Step 2. Deciding which of the individual factors or combinations is most significant in describing why the issue occurred. An evaluation from the perspectives of various disciplines and proof from both qualitative and quantitative research to back your analysis. These facets show the professor or reader that you can critically think broadly and consider the multiple perspectives provided by different research methodologies.
Step 3. Specifying multiple and feasible consequences. State all the consequences the organization can apply to clarify its issue or face the current problem. For data system-based issues, do the remedies need an updated or new information technique? Are new business procedures, technologies, company organization, or control of traits needed? Which company’s every alternative will need procedures? What will management policy be needed to execute each alternative?
However, remember to distinguish between what a firm should perform and what that company can really perform. Some remedies are too inflated or interfaculty complex to execute, and one needs to prevent remedies that exceed the firm’s funds. Determine the challenges that limit the available answers; confirm whether every alternative is practical considering the available constraints.
Step 4. Analyze every alternative solution.

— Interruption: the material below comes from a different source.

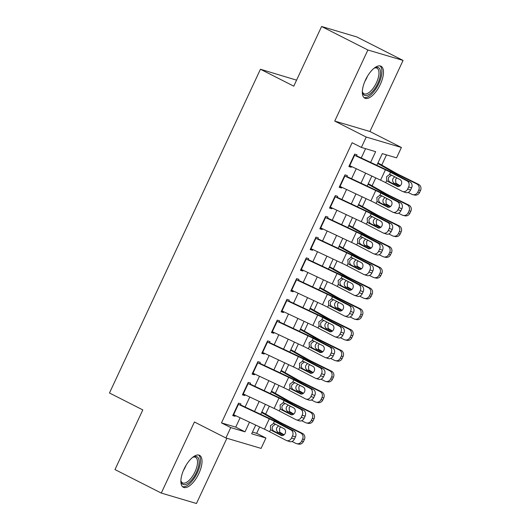 <?xml version="1.0" encoding="UTF-8"?>
<svg xmlns="http://www.w3.org/2000/svg" width="530" height="530" viewBox="0 0 530 530"><rect width="100%" height="100%" fill="white"/><g stroke="black" fill="none" stroke-linecap="round" stroke-linejoin="round"><path stroke-width="0.79" d="M198.869 473.509A17.907 7.632 116.9 0 0 199.552 455.343A17.907 7.632 116.9 0 0 184.036 469.11A17.907 7.632 116.9 0 0 183.347 487.275A17.907 7.632 116.9 0 0 198.869 473.509M380.315 84.389A17.907 7.632 116.9 0 0 381.004 66.223A17.907 7.632 116.9 0 0 365.481 79.99A17.907 7.632 116.9 0 0 364.792 98.156A17.907 7.632 116.9 0 0 380.315 84.389M252.459 432.076L256.666 433.321L265.927 438.025L261.085 448.4L225.899 437.972L230.735 427.591L245.006 431.824L249.504 422.171M296.575 80.156L260.442 69.244L109.478 392.995L142.809 409.909L114.983 469.573L161.279 493.072L196.464 503.5L226.886 438.264M260.442 69.244L293.772 86.165L321.597 26.5L356.783 36.928L403.072 60.427L367.886 49.999L334.741 121.072L366.223 137.051L401.409 147.479L396.566 157.854L382.302 153.627L376.856 165.314M334.741 121.072L369.927 131.506L403.072 60.427M369.927 131.506L401.409 147.479M256.666 433.321L259.647 426.935M265.636 414.096L269.326 406.179M275.308 393.339L278.999 385.429M284.988 372.59L288.678 364.673M294.667 351.834L298.357 343.924M304.339 331.084L308.029 323.168M314.018 310.328L317.709 302.418M323.697 289.579L327.388 281.662M333.377 268.823L337.067 260.912M343.049 248.073L346.739 240.156M352.728 227.317L356.418 219.407M362.407 206.567L366.098 198.651M372.08 185.811L375.77 177.901M381.759 165.062L386.509 154.873M321.597 26.5L367.886 49.999M240.289 405.192L240.911 403.853L238.533 403.144L232.73 415.6L235.108 416.302L235.446 415.573M249.968 384.442L250.591 383.097L248.212 382.395L242.409 394.843L244.787 395.552L245.125 394.817M259.64 363.686L260.27 362.348L257.891 361.639L252.081 374.094L254.46 374.796L254.804 374.067M269.32 342.936L269.942 341.592L267.57 340.889L261.76 353.338L264.139 354.047L264.483 353.311M278.999 322.18L279.621 320.842L277.243 320.133L271.44 332.588L273.818 333.29L274.156 332.555M288.671 301.431L289.3 300.086L286.922 299.384L281.119 311.832L283.49 312.541L283.835 311.806M298.35 280.675L298.98 279.337L296.601 278.628L290.791 291.083L293.169 291.785L293.514 291.049M308.029 259.925L308.652 258.58L306.274 257.878L300.47 270.327L302.849 271.035L303.193 270.3M317.709 239.169L318.331 237.831L315.953 237.122L310.149 249.577L312.528 250.279L312.866 249.544M327.381 218.42L328.01 217.075L325.632 216.373L319.822 228.821L322.2 229.53L322.545 228.794M337.06 197.663L337.683 196.325L335.311 195.616L329.501 208.071L331.879 208.774L332.224 208.038M346.739 176.914L347.362 175.569L344.984 174.867L339.18 187.315L341.558 188.024L341.896 187.289M370.642 162.392L375.644 151.659L361.38 147.426L352.125 142.729L221.48 422.894L235.744 427.12L240.11 417.759M245.118 407.014L249.789 397.01M254.798 386.264L259.468 376.254M264.477 365.508L269.141 355.498M274.156 344.758L278.82 334.748M283.828 324.002L288.499 313.992M293.507 303.253L298.171 293.242M303.186 282.497L307.851 272.486M312.859 261.747L317.53 251.737M322.538 240.991L327.209 230.981M332.217 220.242L336.881 210.231M341.896 199.485L346.56 189.475M351.569 178.736L356.24 168.726M361.248 157.98L365.587 148.678M356.412 156.158L357.041 154.813L354.663 154.111L348.859 166.566L351.231 167.268L351.575 166.533M225.899 437.972L194.424 421.993L161.279 493.072M221.48 422.894L230.735 427.591M361.38 147.426L366.223 137.051M255.718 425.093L251.657 433.792L265.927 438.025M371.848 176.053L367.177 186.063M362.169 196.809L357.505 206.819M352.49 217.558L347.826 227.569M342.817 238.315L338.147 248.325M333.138 259.064L328.467 269.074M323.459 279.82L318.795 289.831M313.78 300.57L309.116 310.58M304.107 321.326L299.437 331.336M294.428 342.075L289.758 352.086M284.749 362.831L280.085 372.842M275.077 383.587L270.406 393.591M265.397 404.337L260.727 414.347M254.513 411.426L259.183 401.415M264.192 390.676L268.856 380.666M273.871 369.92L278.535 359.91M283.543 349.171L288.214 339.16M293.223 328.415L297.886 318.404M302.902 307.665L307.566 297.655M312.574 286.909L317.245 276.898M322.253 266.159L326.924 256.149M331.932 245.403L336.596 235.393M341.611 224.654L346.275 214.643M351.284 203.898L355.955 193.887M360.963 183.141L365.634 173.138M235.744 427.12L245.006 431.824M349.045 166.155L351.231 167.268M339.366 186.911L341.558 188.024M329.693 207.661L331.879 208.774M320.014 228.417L322.2 229.53M310.335 249.166L312.528 250.279M300.662 269.922L302.849 271.035M290.983 290.672L293.169 291.785M281.304 311.428L283.49 312.541M271.625 332.184L273.818 333.29M261.952 352.934L264.139 354.047M252.273 373.69L254.46 374.796M242.594 394.439L244.787 395.552M232.922 415.195L235.108 416.302M354.192 155.118A8.036 0.57 25 0 0 354.577 155.297L385.423 169.785A11.474 0.808 -155 0 1 390.557 172.316L407.133 180.975L410.074 181.969A4.591 3.862 108.7 0 1 411.578 187.911L408.637 186.918A4.591 3.862 -71.3 0 0 407.133 180.975M356.584 155.793L385.8 169.514A17.218 1.212 -155 0 1 393.492 173.31L410.074 181.969M349.356 165.493A8.036 0.57 25 0 0 349.74 165.671L380.586 180.16A11.474 0.808 -155 0 1 385.714 182.691L402.296 191.35A4.591 3.862 -71.3 0 0 402.76 191.549A4.591 3.862 -71.3 0 0 407.669 188.991L408.637 186.918M391.551 175.158L388.702 177.285C388.033 179.087 388.318 180.578 389.557 181.757L387.861 181.492L397.745 186.514M407.669 188.991L410.604 189.985L411.578 187.911M410.604 189.985A4.591 3.862 108.7 0 1 405.702 192.542L402.76 191.549M398.547 186.527L390.047 182.088M387.861 181.492L386.761 180.458L386.555 176.695L389.51 174.549L390.961 174.847L400.077 179.61A3.67 3.087 108.7 0 1 401.283 184.367A3.67 3.087 108.7 0 1 397.354 186.414A3.67 3.087 108.7 0 1 396.983 186.255M390.425 174.642L390.961 174.847M408.12 192.443L411.929 194.325A4.591 4.353 -77.2 0 0 417.779 192.112L419.555 192.516A4.591 4.353 102.8 0 1 414.626 195.06L412.843 194.656M377.718 163.465L391.219 171.117A17.218 1.212 25 0 0 397.884 174.608L416.766 183.95L418.548 184.354A4.591 4.353 102.8 0 1 420.522 190.442L419.555 192.516M377.976 162.915L395.221 172.687A11.474 0.808 25 0 0 399.666 175.013L418.548 184.354M399.839 186.05L393.942 183.062C392.591 181.843 392.273 180.346 393.002 178.557L394.658 176.781M420.522 190.442L418.746 190.038L417.779 192.112M418.746 190.038A4.591 4.353 -77.2 0 0 416.766 183.95M396.791 177.894L395.599 179.372L395.87 183.155L400.223 185.765M374.134 68.198A15.496 6.605 -63.1 0 1 374.829 67.84A15.496 6.605 -63.1 0 1 377.837 83.343A15.496 6.605 -63.1 0 1 368.774 94.638A15.496 6.605 -63.1 0 1 362.454 92.213A15.496 6.605 -63.1 0 1 362.334 91.445M362.348 91.544A14.35 6.115 116.9 0 0 363.997 93.764A14.35 6.115 116.9 0 0 376.433 82.726A14.35 6.115 116.9 0 0 376.982 68.171A14.35 6.115 116.9 0 0 374.22 68.151M363.931 97.527A17.788 7.586 116.9 0 0 378.791 83.621A17.788 7.586 116.9 0 0 379.983 65.899M192.681 457.317A15.496 6.605 -63.1 0 1 193.377 456.959A15.496 6.605 -63.1 0 1 198.644 465.93A15.496 6.605 -63.1 0 1 187.521 483.638A15.496 6.605 -63.1 0 1 181.008 481.333A15.496 6.605 -63.1 0 1 180.882 480.558M180.896 480.657A14.35 6.115 116.9 0 0 182.552 482.876A14.35 6.115 116.9 0 0 186.779 482.201A14.35 6.115 116.9 0 0 196.179 468.937A14.35 6.115 116.9 0 0 195.537 457.291A14.35 6.115 116.9 0 0 192.768 457.264M182.486 486.646A17.788 7.586 116.9 0 0 187.156 485.573A17.788 7.586 116.9 0 0 198.578 469.779A17.788 7.586 116.9 0 0 198.538 455.018M344.52 175.867A8.036 0.57 25 0 0 344.897 176.046L375.75 190.535A11.474 0.808 -155 0 1 380.878 193.066L397.46 201.725L400.395 202.718A4.591 3.862 108.7 0 1 401.899 208.668L398.958 207.674A4.591 3.862 -71.3 0 0 397.46 201.725M346.911 176.543L376.121 190.263A17.218 1.212 -155 0 1 383.819 194.06L400.395 202.718M339.677 186.242A8.036 0.57 25 0 0 340.061 186.427L370.907 200.91A11.474 0.808 -155 0 1 376.042 203.447L392.617 212.106A4.591 3.862 -71.3 0 0 393.088 212.298A4.591 3.862 -71.3 0 0 397.99 209.748L398.958 207.674M381.872 195.908L379.029 198.035C378.354 199.836 378.639 201.334 379.877 202.513L378.188 202.241L388.073 207.263M397.99 209.748L400.932 210.741L401.899 208.668M400.932 210.741A4.591 3.862 108.7 0 1 396.023 213.292L393.088 212.298M388.868 207.283L380.368 202.844M378.188 202.241L377.082 201.208L376.876 197.445L379.838 195.305L381.282 195.603L390.405 200.367A3.67 3.087 108.7 0 1 391.604 205.123A3.67 3.087 108.7 0 1 387.675 207.164A3.67 3.087 108.7 0 1 387.304 207.005M380.752 195.391L381.282 195.603M334.841 196.623A8.036 0.57 25 0 0 335.225 196.802L366.071 211.291A11.474 0.808 -155 0 1 371.199 213.822L387.781 222.481L390.723 223.474A4.591 3.862 108.7 0 1 392.22 229.417L389.278 228.423A4.591 3.862 -71.3 0 0 387.781 222.481M337.232 197.299L366.442 211.019A17.218 1.212 -155 0 1 374.14 214.816L390.723 223.474M330.005 206.998A8.036 0.57 25 0 0 330.382 207.177L361.235 221.666A11.474 0.808 -155 0 1 366.363 224.197L382.945 232.856A4.591 3.862 -71.3 0 0 383.409 233.054A4.591 3.862 -71.3 0 0 388.311 230.497L389.278 228.423M372.199 216.664L369.35 218.791C368.675 220.593 368.959 222.083 370.198 223.262L368.509 222.998L378.393 228.019M388.311 230.497L391.253 231.491L392.22 229.417M391.253 231.491A4.591 3.862 108.7 0 1 386.343 234.048L383.409 233.054M379.195 228.032L370.689 223.594M368.509 222.998L367.403 221.964L367.197 218.201L370.159 216.054L371.603 216.353L380.725 221.116A3.67 3.087 108.7 0 1 381.925 225.873A3.67 3.087 108.7 0 1 378.003 227.92A3.67 3.087 108.7 0 1 377.632 227.761M371.073 216.147L371.603 216.353M325.162 217.373A8.036 0.57 25 0 0 325.546 217.552L356.392 232.041A11.474 0.808 -155 0 1 361.526 234.571L378.102 243.23L381.043 244.224A4.591 3.862 108.7 0 1 382.541 250.173L379.606 249.179A4.591 3.862 -71.3 0 0 378.102 243.23M327.553 218.049L356.769 231.769A17.218 1.212 -155 0 1 364.461 235.565L381.043 244.224M320.325 227.748A8.036 0.57 25 0 0 320.71 227.933L351.556 242.415A11.474 0.808 -155 0 1 356.683 244.953L373.266 253.612A4.591 3.862 -71.3 0 0 373.729 253.81A4.591 3.862 -71.3 0 0 378.639 251.253L379.606 249.179M362.52 237.413L359.671 239.54C359.002 241.342 359.28 242.839 360.519 244.019L358.83 243.747L368.714 248.769M378.639 251.253L381.574 252.247L382.541 250.173M381.574 252.247A4.591 3.862 108.7 0 1 376.671 254.804L373.729 253.81M369.516 248.789L361.016 244.35M358.83 243.747L357.73 242.714L357.525 238.951L360.479 236.811L361.93 237.109L371.046 241.872A3.67 3.087 108.7 0 1 372.245 246.629A3.67 3.087 108.7 0 1 368.324 248.669A3.67 3.087 108.7 0 1 367.952 248.51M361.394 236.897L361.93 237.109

Analyze every choice by applying realities and problems found previously, given that available information and condition. Identify the benefits and costs of every course of action and attempt to predict the most plausible outcome. Highlight the risks and benefits linked with each alternative solution and check if the remedy is practical from an operational, financial, and technical point of view.
Additionally, ensure to list any assumptions you might have used to make a decision. And make discussion of the particular remedy that will solve the problem. Every prospective solution must involve ample information to make it more practical and possible for an individual within the firm to execute the concept.
Step 5. Endorse the best solution.
State the alternatives for the most ideal solution and present a comprehensive explanation of why you chose the particular course of action. You might also need to present a reason why other remedies were not chosen. The last endorsement must align ideologically with the remaining case study evaluation and must evidently state the myths used to share the closure. There is usually no individual correct solution, and every alternative should be accompanied by threats and benefits.